Many articles I write are data driven. This one is more of a thought piece. That said, I think this pretty innocent question of “technology or margins?” translates quite well into a long-term important topic for our field to consider. Again, the goal for each piece here is maybe help even one or two adjust how they consider a common topic or theme within our specialty. And with that…
Originally drafted Jan 2024. Now published about 18 months later as it continues to resurface here and there and be a relevant issue.
A more recent trial made me head over to X and post this question:
The primary reason for the difference in the outcomes in the MIRAGE Trial was?
MIRAGE Trial (context): This was a prostate cancer trial. The premise was to use an MRI Linac to treat prostate cancer with a slightly smaller margin. Using MRI, the ViewRay platform let you see the target live throughout the treatment delivery and automatically turned the beam on and off depending on the location of the target. Simply stated: the creators of the trial thought the visualization aided in margin reduction.
So they used tracking and MRI technology. But they also reduced the margins of the target in the “experimental arm”. And the trial did show that the patients in the MRI Linac arm had less toxicity.

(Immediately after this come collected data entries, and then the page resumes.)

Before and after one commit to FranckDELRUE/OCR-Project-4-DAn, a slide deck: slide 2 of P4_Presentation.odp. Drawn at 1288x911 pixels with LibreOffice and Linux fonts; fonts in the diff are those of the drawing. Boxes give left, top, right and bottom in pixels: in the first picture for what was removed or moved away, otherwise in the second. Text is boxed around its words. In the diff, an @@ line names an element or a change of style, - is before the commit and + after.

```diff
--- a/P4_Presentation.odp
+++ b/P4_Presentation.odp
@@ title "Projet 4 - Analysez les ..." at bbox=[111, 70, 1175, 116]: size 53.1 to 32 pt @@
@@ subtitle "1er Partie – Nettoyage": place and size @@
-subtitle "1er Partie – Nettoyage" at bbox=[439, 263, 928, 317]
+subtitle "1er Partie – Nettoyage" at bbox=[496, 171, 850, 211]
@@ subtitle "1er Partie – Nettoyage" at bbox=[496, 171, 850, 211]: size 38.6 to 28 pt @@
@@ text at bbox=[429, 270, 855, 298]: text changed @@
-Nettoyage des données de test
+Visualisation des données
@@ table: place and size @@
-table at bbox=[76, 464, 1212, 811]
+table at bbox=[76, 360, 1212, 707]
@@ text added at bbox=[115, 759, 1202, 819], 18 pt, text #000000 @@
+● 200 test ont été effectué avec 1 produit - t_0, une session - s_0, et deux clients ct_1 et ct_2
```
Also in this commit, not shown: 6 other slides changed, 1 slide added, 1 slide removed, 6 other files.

The authors reported the trial primarily as a technology trial.
The technology was what safely allowed for the margin reduction in their opinion - read their words, listen to their podcasts. But on the contrary, more broadly, it was perceived to be a trial on margins - smaller margins result in less toxicity.
And today, a year later, I think the overwhelming majority of people still view this as a trial on margins. With, I think, the majority agreeing with the statement:
“I can get these same results with smaller margins on my own machine.” - My paraphrasing.

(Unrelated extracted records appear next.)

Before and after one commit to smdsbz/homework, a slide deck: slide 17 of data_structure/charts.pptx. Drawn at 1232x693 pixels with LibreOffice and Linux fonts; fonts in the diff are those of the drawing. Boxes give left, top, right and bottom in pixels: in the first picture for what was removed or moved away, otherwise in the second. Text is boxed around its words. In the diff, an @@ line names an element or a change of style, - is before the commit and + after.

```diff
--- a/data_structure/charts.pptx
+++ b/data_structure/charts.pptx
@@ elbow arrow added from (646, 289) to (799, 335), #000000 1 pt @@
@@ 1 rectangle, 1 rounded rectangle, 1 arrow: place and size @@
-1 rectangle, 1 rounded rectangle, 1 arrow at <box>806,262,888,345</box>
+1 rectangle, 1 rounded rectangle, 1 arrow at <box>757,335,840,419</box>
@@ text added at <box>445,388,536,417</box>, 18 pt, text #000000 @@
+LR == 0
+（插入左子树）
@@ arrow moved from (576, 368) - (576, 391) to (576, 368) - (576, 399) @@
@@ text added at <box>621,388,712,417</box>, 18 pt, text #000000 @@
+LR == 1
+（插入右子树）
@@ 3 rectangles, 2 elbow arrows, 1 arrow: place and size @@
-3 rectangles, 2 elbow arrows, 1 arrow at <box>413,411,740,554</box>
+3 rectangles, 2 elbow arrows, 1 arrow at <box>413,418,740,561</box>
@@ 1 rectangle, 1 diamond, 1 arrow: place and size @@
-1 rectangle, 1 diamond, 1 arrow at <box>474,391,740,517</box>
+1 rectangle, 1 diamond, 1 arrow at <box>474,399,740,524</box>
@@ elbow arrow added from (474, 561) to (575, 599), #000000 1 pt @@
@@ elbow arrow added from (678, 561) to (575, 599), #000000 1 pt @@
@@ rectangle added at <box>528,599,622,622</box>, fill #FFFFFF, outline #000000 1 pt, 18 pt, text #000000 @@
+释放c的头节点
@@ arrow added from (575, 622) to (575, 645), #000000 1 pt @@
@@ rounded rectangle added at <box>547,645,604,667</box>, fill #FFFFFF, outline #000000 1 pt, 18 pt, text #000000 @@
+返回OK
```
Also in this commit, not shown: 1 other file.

Today, we dive in and I’ll try to explain my perspective on why I think peoples views on this narrow trial speak so loudly to the future of our field; defining how we will make the push for “better”. In this particular trial, it is a tracking and MRI linac question, but I believe the larger fundamental issue for our field will be with regards to proton therapy and treatments that require high capital (MRI linac) or are very labor intensive (think adaptive approaches).
The argument for TECHNOLOGY:
A Simplistic Example: Shooting a target at a rifle range:
Scenario 1 is simply pulling the trigger every 5 seconds - yes - trying really hard and doing your absolute best, but end of the day, despite all your efforts to keep the thing “just right”, the gun goes off every 5 seconds.
Scenario 2 is just like above, except “AI” (because people love that term today), determines when you are on target and the computer fires the bullet determining a “correct” or “best” answer in the 5 second window.
Pretty easy to see that Scenario 2 is better. Not a perfect example, but a starting point.
Example 2: See what you treat
IF you could readily visualize and automatically beam on and beam off for any error level that you could choose - and it didn’t have a dollar cost part to the equation, which cases under beam for your clinic today - would you use it?
I believe it would be nearly every one, everyday, all the time. It might be 5mm in some cases and 2mm in others. Maybe even 1cm for a palliative case to help with “throughput”, but if it was free from a monetary standpoint and essentially automatic, it would be used routinely.
Look at IGRT implementation over the years: first it was used only on select cases, then a few times a week on tough cases. Now everywhere. We’d see the same thing.
And you can apply this exact scenario to adaptive treatments. If you remove logistics and time constraints - you almost certainly would adapt every time something “significant” changed. The main “variable” would be a customized tolerance based on site and risk moving to smaller and smaller tolerances with time.
The Opposing Argument for MARGINS:
It is quite dumb to think that medicine is as simple as my two examples above. Treating cancer is magnitudes more complex. And it lies within the most complex system ever known - the human body.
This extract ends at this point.